Um funcionário do Pentágono, que falou sob condição de anonimato para discutir o assunto delicado, confirmou que George foi convidado a se aposentar antecipadamente do cargo de chefe de gabinete, que ocupou até agosto de 2023.

A demissão é a mais recente de uma série de demissões por parte de Hegseth de mais de uma dúzia de generais e almirantes desde que ele assumiu o poder no ano passado.

A CBS News foi a primeira a relatar a demissão.

George formou-se na Academia Militar de West Point e foi oficial do Exército que serviu na Guerra do Golfo Pérsico de 1991 e no Iraque e no Afeganistão.

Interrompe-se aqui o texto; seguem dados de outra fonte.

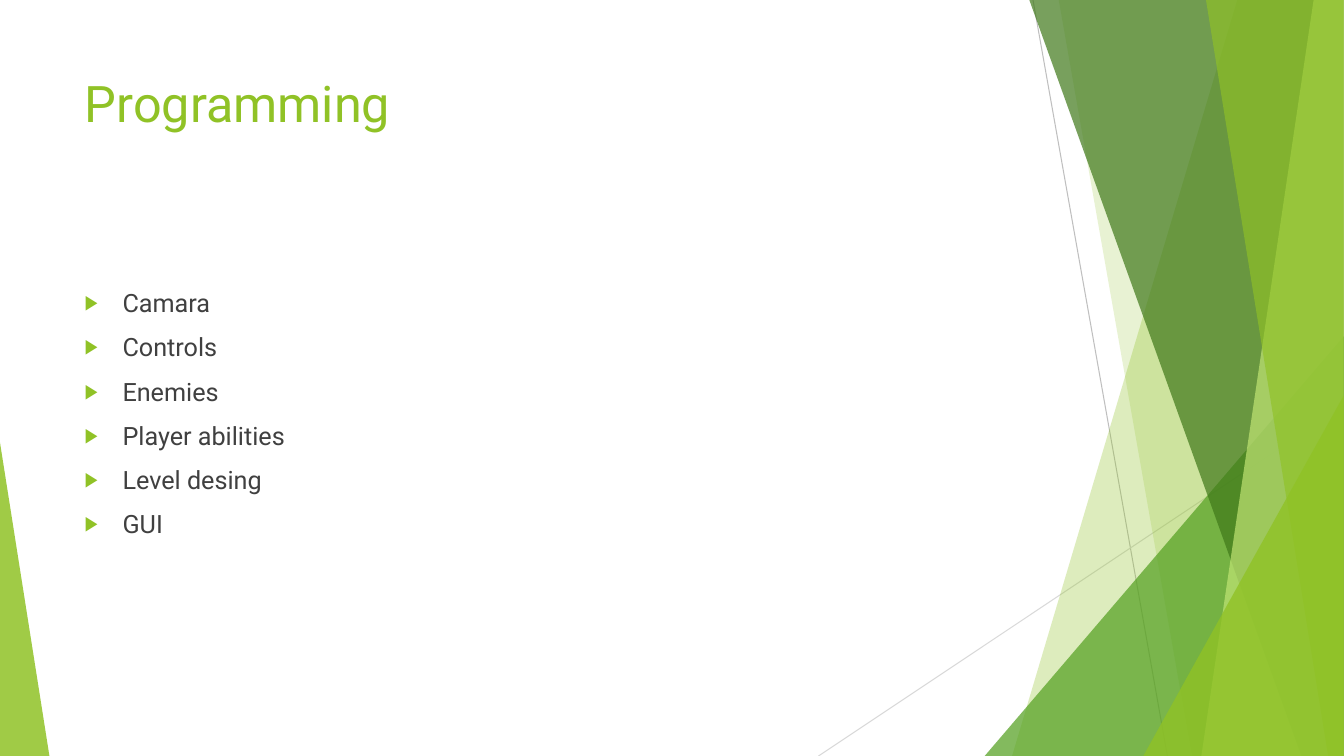
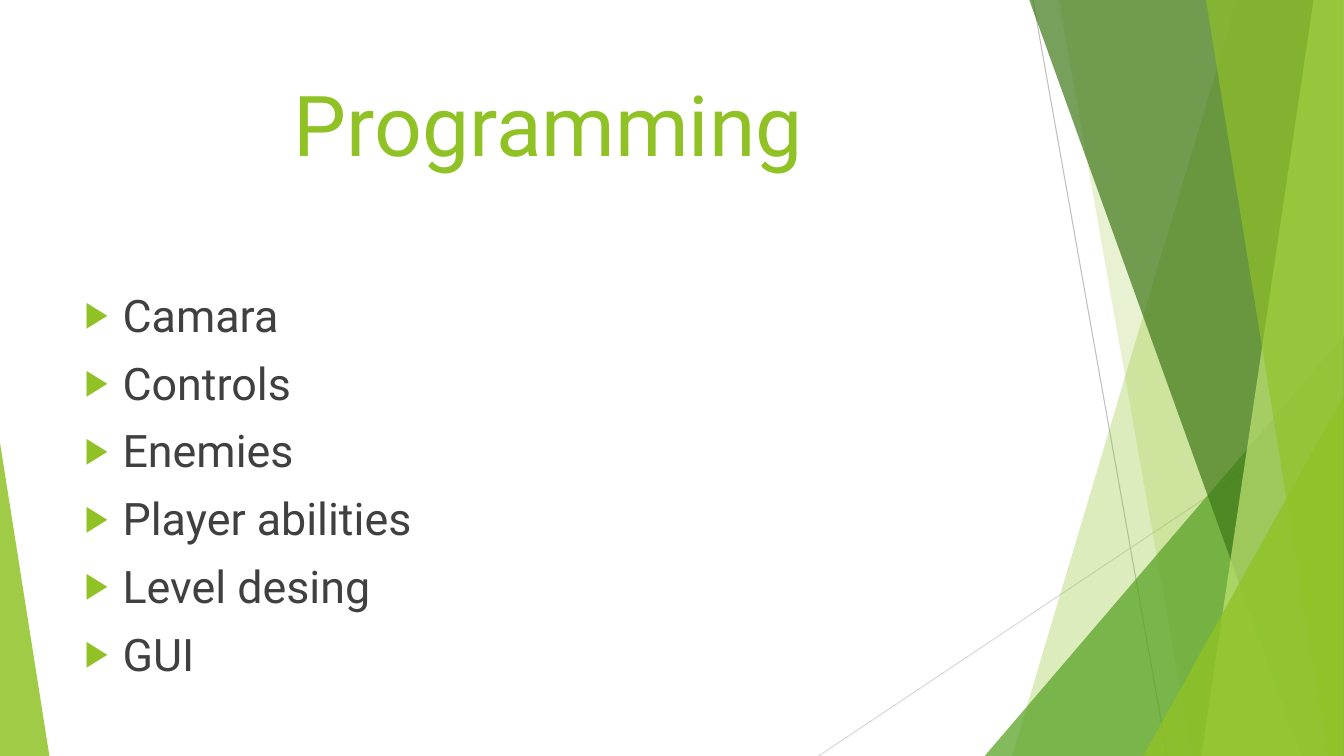
Before and after one commit to PeterBosDeltion/IndianaBonesRepo, a slide deck: slide 6 of IndianaBones.pptx. Drawn at 1344x756 pixels with LibreOffice and Linux fonts; fonts in the diff are those of the drawing. Boxes give left, top, right and bottom in pixels: in the first picture for what was removed or moved away, otherwise in the second. Text is boxed around its words. In the diff, an @@ line names an element or a change of style, - is before the commit and + after.

```diff
--- a/IndianaBones.pptx
+++ b/IndianaBones.pptx
@@ title "Programming" at <box>294,95,803,174</box>: size 36 to 60 pt; alignment left to centre @@
@@ text "Camara" at <box>123,299,412,672</box>: size 18 to 32 pt @@
```
Also in this commit, not shown: 4 other slides changed.

Ele também serviu como principal assessor militar do secretário de Defesa Lloyd J. Austin III de 2021 a 2022 durante a administração Biden, antes de assumir um cargo sênior nas forças armadas.

George sobreviveu ao primeiro incêndio em fevereiro de 2025, que viu a remoção de líderes militares seniores, incluindo a almirante Lisa Franchetti, oficial sênior da Marinha, e o general Jim Silfe, comandante nº 2 da Força Aérea, por Hegseth. O presidente Trump também demitiu o general Charles “CQ” Brown, que era presidente do Estado-Maior Conjunto na época.

Desde então, mais de uma dúzia de generais e almirantes de alto escalão reformaram-se precocemente ou foram afastados dos seus postos.

Entre os que sobraram está o vice de George, o vice-chefe do Estado-Maior do Exército, general James Mingus, que estava no cargo há menos de dois anos quando repentinamente nomeou o tenente Trump e nomeou o general Christopher LaNeve para o cargo. LaNeve era então o principal assessor militar de Hegseth, que foi destituído do comando do Oitavo Exército na Coreia do Sul após menos de um ano no cargo.

Toropin escreve para a Associated Press.